🤖 AI Summary
Existing table foundation models treat tables as isolated, static entities, neglecting operational context and domain-specific knowledge—thus failing to handle the dynamicity and domain dependence of real-world data. Method: We propose Semantic-Linked Tables (SLTs), a novel paradigm that deeply integrates tables with declarative knowledge (e.g., rules, constraints) and procedural knowledge (e.g., workflows, decision logic). We introduce FMSLT, a foundation model anchored on operational knowledge, emphasizing human–AI collaborative modeling. It leverages knowledge graph embedding, workflow-aware representation learning, multi-source heterogeneous data alignment, and context-aware semantic encoding. Contribution/Results: This work exposes fundamental limitations of conventional paradigms and establishes the first systematic framework for table modeling grounded in operational context.
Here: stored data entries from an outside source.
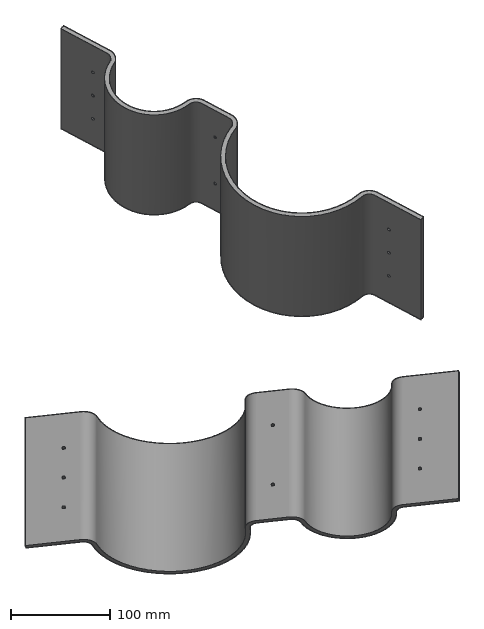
import cadquery as cq
import math

length = 446.0
height = 150.0
thickness = 5.0

small_radius = 50.0
large_radius = 81.5
bend_radius = 9.5
end_flange = 57.0

hole_diameter = 3.0
hole_edge_distance = 39.5
hole_pitch = 35.0

saddle_y = -thickness
bend_y = -thickness - bend_radius
outer_bend_radius = bend_radius + thickness


def saddle_half_width(radius):
    """Distance from saddle axis to bend axis that makes the arcs tangent."""
    return math.sqrt((radius + bend_radius) ** 2 - bend_radius**2)


small_half = saddle_half_width(small_radius)
large_half = saddle_half_width(large_radius)
small_x = end_flange + small_half
large_x = length - end_flange - large_half
middle_x = (small_x + small_half + large_x - large_half) / 2


def saddle_arcs(path, center_x, radius, bend, direction):
    """Add bend, saddle and bend arcs; direction is +1 toward +X, -1 toward -X."""
    half = saddle_half_width(radius)
    tangent_angle = math.atan2(saddle_y - bend_y, half)
    mid_angle = (math.pi / 2 + tangent_angle) / 2
    surface_radius = radius + bend_radius - bend

    def bend_point(side, angle):
        return (
            center_x + side * (half - bend * math.cos(angle)),
            bend_y + bend * math.sin(angle),
        )

    entry = -direction
    leave = direction
    path = path.lineTo(center_x + entry * half, bend_y + bend)
    path = path.threePointArc(bend_point(entry, mid_angle), bend_point(entry, tangent_angle))
    path = path.threePointArc((center_x, saddle_y - surface_radius), bend_point(leave, tangent_angle))
    return path.threePointArc(bend_point(leave, mid_angle), (center_x + leave * half, bend_y + bend))


def make_strip():
    """Extrude the closed profile: back surface out, front surface home."""
    path = cq.Workplane("XY").moveTo(0, 0)
    path = saddle_arcs(path, small_x, small_radius, outer_bend_radius, 1)
    path = saddle_arcs(path, large_x, large_radius, outer_bend_radius, 1)
    path = path.lineTo(length, 0).lineTo(length, -thickness)
    path = saddle_arcs(path, large_x, large_radius, bend_radius, -1)
    path = saddle_arcs(path, small_x, small_radius, bend_radius, -1)
    return path.lineTo(0, -thickness).close().extrude(height)


def make_holes():
    """Three holes in each end flange and two in the middle flange."""
    points = []
    for offset in (-hole_pitch, 0, hole_pitch):
        z = height / 2 + offset
        points.append((hole_edge_distance, z))
        points.append((length - hole_edge_distance, z))
        if offset != 0:
            points.append((middle_x, z))
    return cq.Workplane("XZ").pushPoints(points).circle(hole_diameter / 2).extrude(thickness)


result = make_strip().cut(make_holes())

FMSLT delivers grounded, interpretable, and scenario-adaptive table semantics—providing robust, structured AI capabilities for high-stakes domains such as finance and healthcare.
📝 Abstract
Current research on tabular foundation models often overlooks the complexities of large-scale, real-world data by treating tables as isolated entities and assuming information completeness, thereby neglecting the vital operational context. To address this, we introduce the concept of Semantically Linked Tables (SLT), recognizing that tables are inherently connected to both declarative and procedural operational knowledge. We propose Foundation Models for Semantically Linked Tables (FMSLT), which integrate these components to ground tabular data within its true operational context. This comprehensive representation unlocks the full potential of machine learning for complex, interconnected tabular data across diverse domains. Realizing FMSLTs requires access to operational knowledge that is often unavailable in public datasets, highlighting the need for close collaboration between domain experts and researchers. Our work exposes the limitations of current tabular foundation models and proposes a new direction centered on FMSLTs, aiming to advance robust, context-aware models for structured data.